Education symposium targets student preparedness
CHARLESTON, W.Va. -- National and state education leaders met in Charleston on Monday to discuss how to better prepare high school seniors for college and the effect that academic preparedness has on the country's economy.
The 12th Grade Preparedness Commission of the National Assessment of Educational Progress hosted a symposium at Charleston Embassy Suites to focus on how to properly assess student achievement and how to use that assessment to better monitor progress.
The latest NAEP results for West Virginia show that about half of the state's high school seniors scored at or above basic achievement on standardized tests. West Virginia students scored below average in math and reading compared to national standards.
The event is one of seven symposia held around the country and featured panelists including Higher Education Policy Commission Chancellor Paul Hill, West Virginia State University President Brian Hemphill, Senate Education Committee Chairman Robert Plymale, Board of Education President Chuck Heinlein, state board member Lloyd Jackson and House Committee on Education Chair Mary Poling.
Sen. Joe Manchin also made an appearance, in addition to Sen. Jay Rockefeller, who communicated by way of video.
"We chose West Virginia because of its long history as a leader in education reform and in using student achievement data from the Nation's Report Card," said Ronnie Musgrove, former governor of Mississippi and chairman of the NAEP 12th Grade Preparedness Commission.
West Virginia was one of the first states in the U.S. to seek a tool to compare student achievement with other states.
"We are extremely pleased that West Virginia is participating in this project because we want to be proactive and transparent with our efforts to improve student achievement," Heinlein said. "West Virginia students have shown some progress but there remains an urgent need to significantly boost academic achievement. Assessments such as NAEP provide us a snapshot of the areas that need attention.

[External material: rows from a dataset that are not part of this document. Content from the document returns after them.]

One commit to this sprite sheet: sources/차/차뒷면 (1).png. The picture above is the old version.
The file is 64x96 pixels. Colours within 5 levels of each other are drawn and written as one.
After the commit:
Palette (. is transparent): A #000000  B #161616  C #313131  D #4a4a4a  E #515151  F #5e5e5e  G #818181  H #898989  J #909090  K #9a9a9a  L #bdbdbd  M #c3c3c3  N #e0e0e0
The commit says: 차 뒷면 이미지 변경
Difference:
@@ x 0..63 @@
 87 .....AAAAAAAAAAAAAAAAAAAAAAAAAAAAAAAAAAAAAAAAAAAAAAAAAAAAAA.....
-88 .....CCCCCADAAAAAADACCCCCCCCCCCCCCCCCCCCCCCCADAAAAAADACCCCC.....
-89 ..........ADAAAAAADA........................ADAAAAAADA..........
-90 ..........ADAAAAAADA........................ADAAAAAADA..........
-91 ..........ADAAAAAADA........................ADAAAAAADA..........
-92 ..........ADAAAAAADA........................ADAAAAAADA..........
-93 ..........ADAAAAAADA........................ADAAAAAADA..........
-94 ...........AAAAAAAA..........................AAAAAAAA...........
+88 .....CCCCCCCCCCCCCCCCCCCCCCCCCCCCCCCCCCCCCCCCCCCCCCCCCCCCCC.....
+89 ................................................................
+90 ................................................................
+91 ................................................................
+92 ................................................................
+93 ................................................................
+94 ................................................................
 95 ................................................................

This information is extremely helpful as we work to improve our public schools in West Virginia."
The state has benefited immensely by using NAEP and would have never been able to do so if it weren't for Plymale's promotion of the system, said Mark Musick, advisor for the commission who served as panel moderator.
"We have to know from a state perspective where we rank against the nation and the world because it's such a global economy. If we're not preparing students up to the levels we need to be, we will not participate in economic prosperity in the future," Plymale said. "We're a data-driven society and we have very poor data. I'm a firm believer in unfiltered data, and we need to have the truth of where we are at this point. All policy is going to be driven by data and where you stand."

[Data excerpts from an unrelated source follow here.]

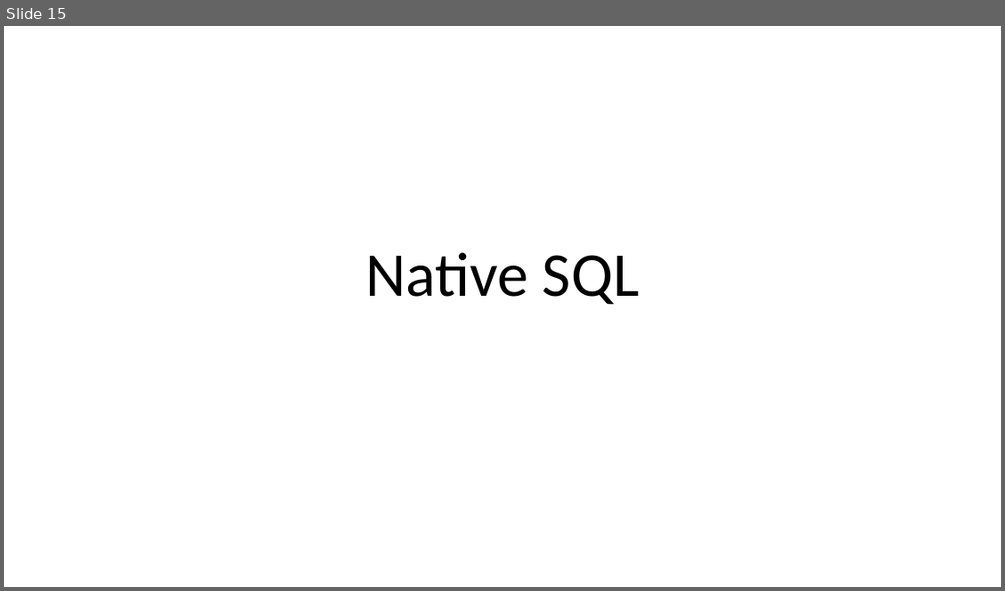
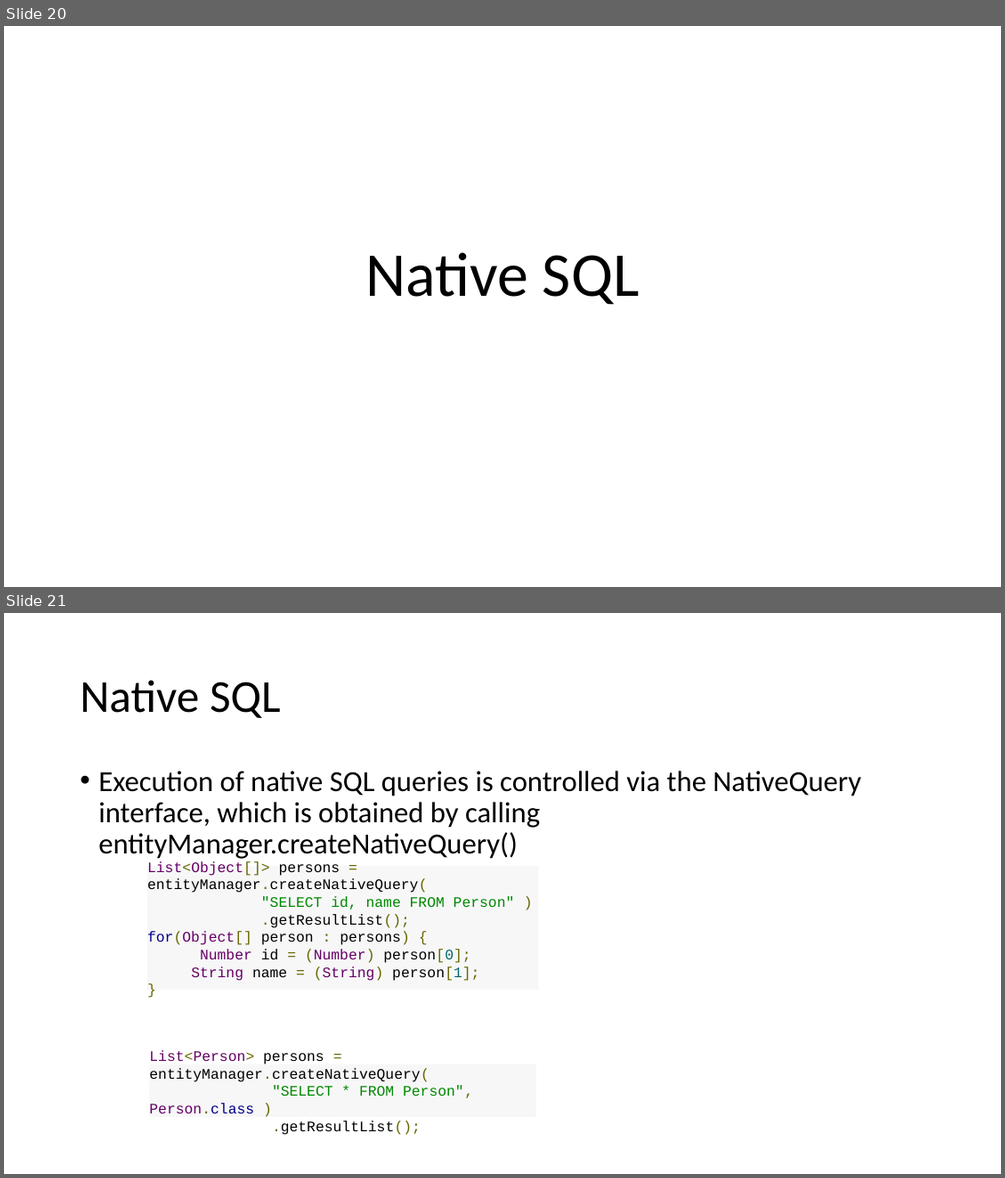
Before and after one commit to lawren43/mytest-repo, a slide deck: test-springmvc/doc/2.JPA Programming.pptx. Shown one above the other, each under a label of ours: slide 15 before the commit, slides 20 and 21 after it. The pictures are 1005x591 and 1005x1178 pixels, drawn with LibreOffice and Linux fonts; fonts in the diff are those of the drawing. Boxes give left, top, right and bottom in pixels: in the first picture for what was removed or moved away, otherwise in the second. Text is boxed around its words. In the diff, an @@ line names an element or a change of style, - is before the commit and + after.

```diff
--- a/test-springmvc/doc/2.JPA Programming.pptx
+++ b/test-springmvc/doc/2.JPA Programming.pptx
@@ slide 21 added at box(4, 613, 1001, 1174), background #FFFFFF @@
@@ title added at box(80, 680, 281, 718), 44 pt, text #000000 @@
+Native SQL
@@ text added at box(98, 771, 861, 859), 28 pt, text #000000 @@
+• Execution of native SQL queries is controlled via the NativeQuery interface, which is obtained by calling entityManager.createNativeQuery()
@@ rectangle added at box(147, 866, 539, 989), fill #F7F7F8, 14 pt, text #000000 @@
+List<Object[]> persons = entityManager.createNativeQuery(
+"SELECT id, name FROM Person" )
+.getResultList();
+for(Object[] person : persons) {
+Number id = (Number) person[0];
+String name = (String) person[1];
+}
@@ rectangle added at box(150, 1064, 536, 1117), fill #F7F7F8, 14 pt, text #000000 @@
+List<Person> persons = entityManager.createNativeQuery(
+"SELECT * FROM Person", Person.class )
+.getResultList();
@@ what was slide 15 is now slide 20 @@
```
Also in this commit, not shown: 1 slide changed, 8 other slides added, 12 slides removed, 7 other files.

A new database operated by a Higher Education Policy Commission task force will help provide clear data so that educators can see what areas students need help in most, Hill said.

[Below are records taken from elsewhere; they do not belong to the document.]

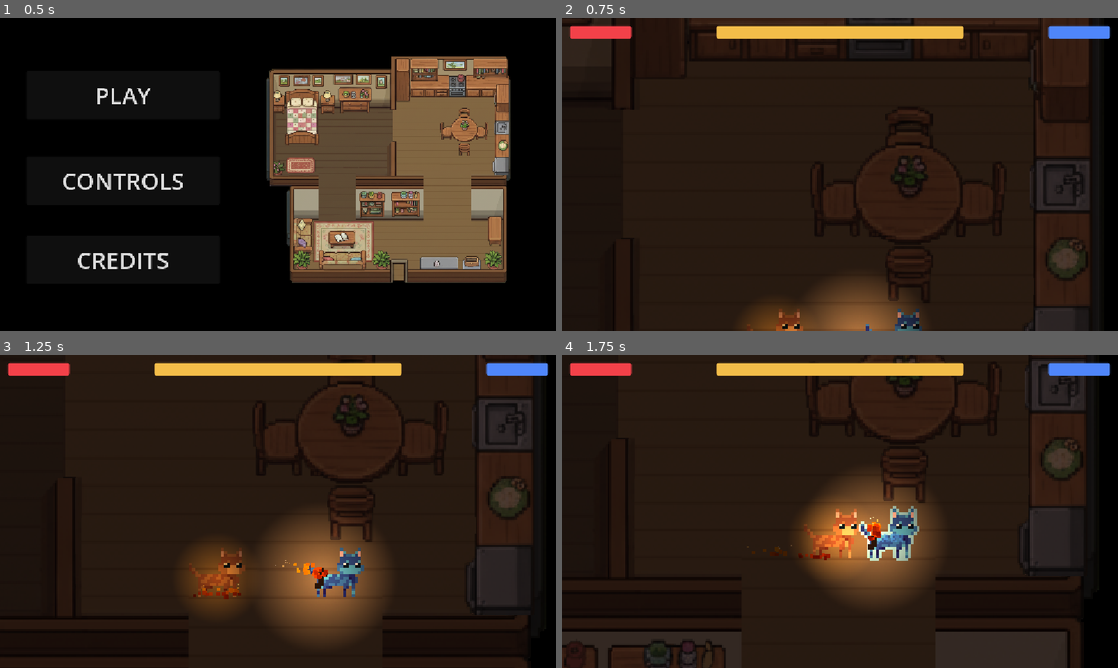
Above: before the commit, frames 1-4 (two rows, left to right).
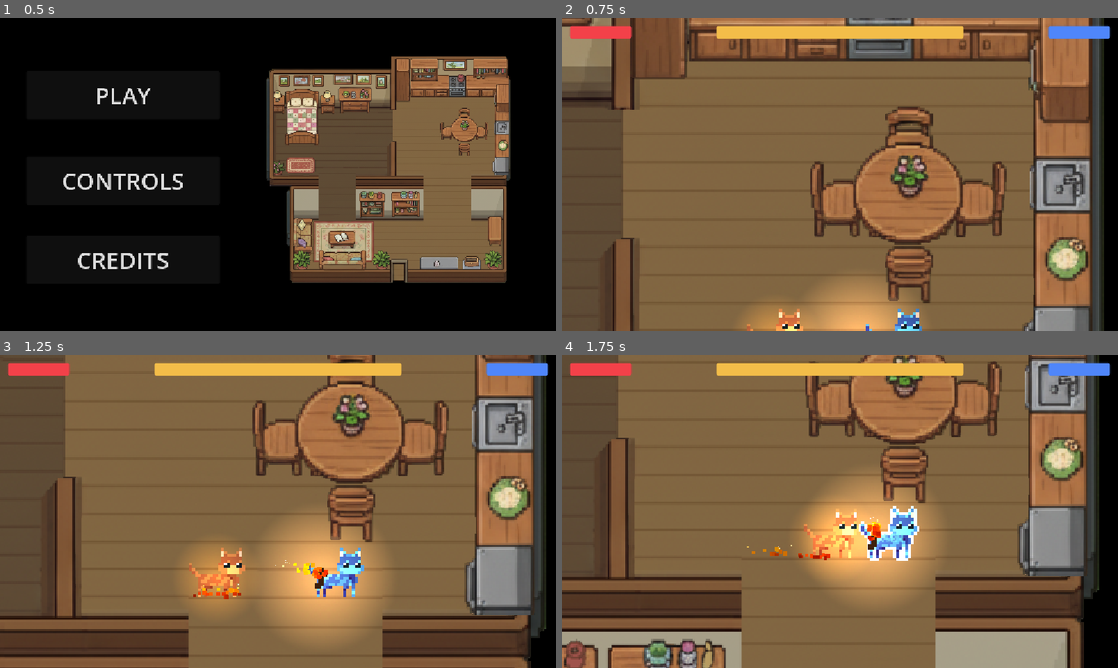
Above: after the commit, the same moments.

Repository: anqilique/GDGJam2-2025
Game: Godot game, scene res://Scenes/start_menu.tscn
Two runs of this game, one before a commit and one after it. Both use one fixed random seed, a clock stepped at 60 frames per second and the inputs below. The engine's default icon, where the game draws it, is replaced by a stand-in: a white triangle on a blue panel in a dark square.
Inputs (mouse positions are in pixels of both pictures, inside the frame that each line leads up to):
- Up to frame 1 (0.5 s): no input
- Up to frame 2 (0.75 s): click "PLAY" at 0.5 s
- Up to frame 3 (1.25 s): no input
- Up to frame 4 (1.75 s): move the mouse to (962, 495) at 1.27 s; hold D (fire_cat_move_right) from 1.28 s (still down); click (962, 495) at 1.35 s

Frame 1 is identical in both runs. In frame 2, 95% of the frame differs, in the area x 0-98%, y 0-100%; in frame 3, 95%, in the area x 0-99%, y 0-100%; in frame 4, 93%.

Commit message:
Collision With House
Using individual shapes because CollisionPolygon2D was causing errors. 😢

Diff:
--- a/Scenes/map.tscn
+++ b/Scenes/map.tscn
@@ -1,8 +1,50 @@
-[gd_scene load_steps=4 format=3 uid="uid://ddaet4ni81qki"]
+[gd_scene load_steps=18 format=3 uid="uid://ddaet4ni81qki"]
 
 [ext_resource type="PackedScene" uid="uid://bdtv1ln0t1j8i" path="res://Scenes/door.tscn" id="1_ci6au"]
 [ext_resource type="Texture2D" uid="uid://ci24sbmfj03u7" path="res://Assets/Art/house.png" id="2_26yhd"]
 [ext_resource type="Texture2D" uid="uid://b8t616ns614os" path="res://Assets/Art/furniture.png" id="3_p3ir5"]
+
+[sub_resource type="RectangleShape2D" id="RectangleShape2D_p3ir5"]
+size = Vector2(20, 328)
+
+[sub_resource type="RectangleShape2D" id="RectangleShape2D_myvm1"]
+size = Vector2(128, 316)
+
+[sub_resource type="RectangleShape2D" id="RectangleShape2D_q0mm3"]
+size = Vector2(128, 128)
+
+[sub_resource type="RectangleShape2D" id="RectangleShape2D_np2xp"]
+size = Vector2(184, 128)
+
+[sub_resource type="RectangleShape2D" id="RectangleShape2D_w7jjh"]
+size = Vector2(220, 96)
+
+[sub_resource type="RectangleShape2D" id="RectangleShape2D_6q3n4"]
+size = Vector2(78, 32)
+
+[sub_resource type="RectangleShape2D" id="RectangleShape2D_4c2oa"]
+size = Vector2(279, 88)
+
+[sub_resource type="RectangleShape2D" id="RectangleShape2D_olcgw"]
+size = Vector2(64, 592)
+
+[sub_resource type="RectangleShape2D" id="RectangleShape2D_dlo4w"]
+size = Vector2(680.5, 108)
+
+[sub_resource type="RectangleShape2D" id="RectangleShape2D_q6lx1"]
+size = Vector2(280.25, 90)
+
+[sub_resource type="RectangleShape2D" id="RectangleShape2D_5qtum"]
+size = Vector2(84.125, 121)
+
+[sub_resource type="CircleShape2D" id="CircleShape2D_ie368"]
+radius = 64.49806
+
+[sub_resource type="RectangleShape2D" id="RectangleShape2D_x5dfk"]
+size = Vector2(13.0625, 121)
+
+[sub_resource type="RectangleShape2D" id="RectangleShape2D_fls3e"]
+size = Vector2(99.53125, 64)
 
 [node name="Map" type="Node2D"]
 
@@ -82,7 +124,66 @@
 region_rect = Rect2(35, 102, 35, 346)
 
 [node name="DirectionalLight2D" type="DirectionalLight2D" parent="."]
+visible = false
 color = Color(0.07058824, 0, 0, 0.74509805)
 blend_mode = 2
 
+[node name="CollisionShapes" type="StaticBody2D" parent="."]
+
+[node name="CollisionShape2D" type="CollisionShape2D" parent="CollisionShapes"]
+position = Vector2(-336, -116)
+shape = SubResource("RectangleShape2D_p3ir5")
+
+[node name="CollisionShape2D2" type="CollisionShape2D" parent="CollisionShapes"]
+position = Vector2(-264, 166)
+shape = SubResource("RectangleShape2D_myvm1")
+
+[node name="CollisionShape2D3" type="CollisionShape2D" parent="CollisionShapes"]
+position = Vector2(296, 72)
+shape = SubResource("RectangleShape2D_q0mm3")
+
+[node name="CollisionShape2D4" type="CollisionShape2D" parent="CollisionShapes"]
+position = Vector2(4, 72)
+shape = SubResource("RectangleShape2D_np2xp")
+
+[node name="CollisionShape2D5" type="CollisionShape2D" parent="CollisionShapes"]
+position = Vector2(-102, 274)
+shape = SubResource("RectangleShape2D_w7jjh")
+
+[node name="CollisionShape2D6" type="CollisionShape2D" parent="CollisionShapes"]
+position = Vector2(-127, 192)
+shape = SubResource("RectangleShape2D_6q3n4")
+
+[node name="CollisionShape2D7" type="CollisionShape2D" parent="CollisionShapes"]
+position = Vector2(196.5, 276)
+shape = SubResource("RectangleShape2D_4c2oa")
+
+[node name="CollisionShape2D8" type="CollisionShape2D" parent="CollisionShapes"]
+position = Vector2(304, -24)
+shape = SubResource("RectangleShape2D_olcgw")
+
+[node name="CollisionShape2D9" type="CollisionShape2D" parent="CollisionShapes"]
+position = Vector2(-3.75, -262)
+shape = SubResource("RectangleShape2D_dlo4w")
+
+[node name="CollisionShape2D10" type="CollisionShape2D" parent="CollisionShapes"]
+position = Vector2(-196.125, -213)
+shape = SubResource("RectangleShape2D_q6lx1")
+
+[node name="CollisionShape2D11" type="CollisionShape2D" parent="CollisionShapes"]
+position = Vector2(-250.0625, -132.5)
+shape = SubResource("RectangleShape2D_5qtum")
+
+[node name="CollisionShape2D12" type="CollisionShape2D" parent="CollisionShapes"]
+position = Vector2(208, -104)
+shape = SubResource("CircleShape2D_ie368")
+
+[node name="CollisionShape2D13" type="CollisionShape2D" parent="CollisionShapes"]
+position = Vector2(13, -16)
+shape = SubResource("RectangleShape2D_x5dfk")
+
+[node name="CollisionShape2D14" type="CollisionShape2D" parent="CollisionShapes"]
+position = Vector2(-32, -208)
+shape = SubResource("RectangleShape2D_fls3e")
+
 [editable path="Door"]
--- a/Scenes/shadow.tscn
+++ b/Scenes/shadow.tscn
@@ -75,6 +75,7 @@
 
 [node name="CollisionShape2D" type="CollisionShape2D" parent="."]
 shape = SubResource("CapsuleShape2D_pt8rj")
+disabled = true
 
 [node name="AttackTimer" type="Timer" parent="."]
 wait_time = 0.4

"For the very first time, from when a student enters into the education system all the way through post-secondary education, we will be able to pinpoint what types of environments and experiences they had along the way and what sort of academic testing they had and how that prepared them," Hill said. "We are going to have better data. We would like to be further than where we are, and this will allow us to take those corrective actions."